Toward the efficient use of multiple explicitly managed memory subsystems

The increasing number of memory technologies offering different features such as optimized access patterns or capacity/speed ratios lead us to advocate for future HPC compute nodes equipped with heterogeneous memory subsystems. The aim is to alleviate further the ever-increasing gap between computation and memory access speeds, by taking advantage of the benefits these memory technologies provide. Compute nodes equipped with memory technologies such as scratchpad memory, on-chip 3D-stacked memory, or NVRAM-based memory are already a reality. Careful use of the different memory subsystems is mandatory in order to exploit the potential of such super-computers.

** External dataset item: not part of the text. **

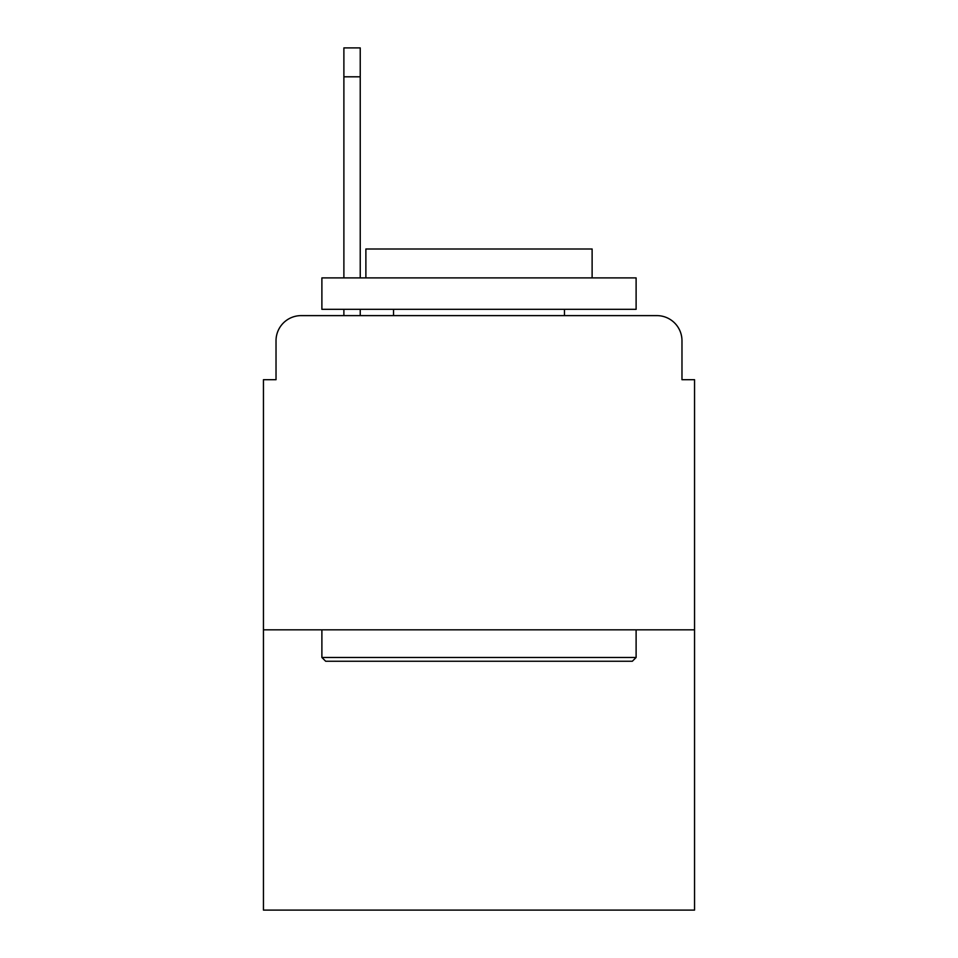 <?xml version="1.0" encoding="UTF-8"?>
<svg xmlns="http://www.w3.org/2000/svg" width="958" height="958" viewBox="0 0 958 958"><rect width="100%" height="100%" fill="white"/><g stroke="black" fill="none" stroke-linecap="round" stroke-linejoin="round"><path stroke-width="1.44" d="M276.024 340.749L276.024 379.703L276.024 340.749A25.136 25.136 0 0 1 301.159 315.613L343.886 315.613L343.886 309.326M694.55 629.825L263.45 629.825L263.45 910.1L694.55 910.1L694.55 379.703L681.976 379.703L681.976 340.749A25.136 25.136 0 0 0 656.841 315.613L301.159 315.613M263.45 629.825L263.45 379.703L276.024 379.703M360.232 309.326L360.232 315.613L380.961 315.613M577.039 315.613L656.841 315.613M681.976 379.703L681.976 340.749M632.34 661.248L325.66 661.248L321.888 657.475L636.112 657.475L632.34 661.248M321.888 277.904L636.112 277.904L636.112 309.326L321.888 309.326L321.888 277.904M592.116 277.904L592.116 248.996L365.884 248.996L365.884 277.904M321.888 629.825L321.888 657.475M636.112 629.825L636.112 657.475M393.534 309.326L393.534 315.613M564.466 309.326L564.466 315.613M360.232 47.9L360.232 76.808L343.886 76.808L343.886 47.9L360.232 47.9M343.886 277.904L343.886 76.808M360.232 277.904L360.232 76.808"/></g></svg>

While most multiple-memory models concentrate on extending the depth of the memory hierarchy by incorporating more levels of hardware-managed memories, we advocate for compute nodes equipped with heterogeneous software-managed memory subsystems. Although the exact approach to efficiently exploit them is still uncertain, a software ecosystem clearly is required in order to assist in an efficient data distribution. We address this problem at the memory object granularity. In this paper we use an object-differentiated profiling tool we have developed on top of the Valgrind instrumentation framework, in order to assess the most suitable memory subsystem for the different memory objects of two miniapplications from the Mantevo codesign project. Our results considering two different memory configurations as use cases reveal the potential benefits of carefully placing the different memory objects of an application among the different memory subsystems.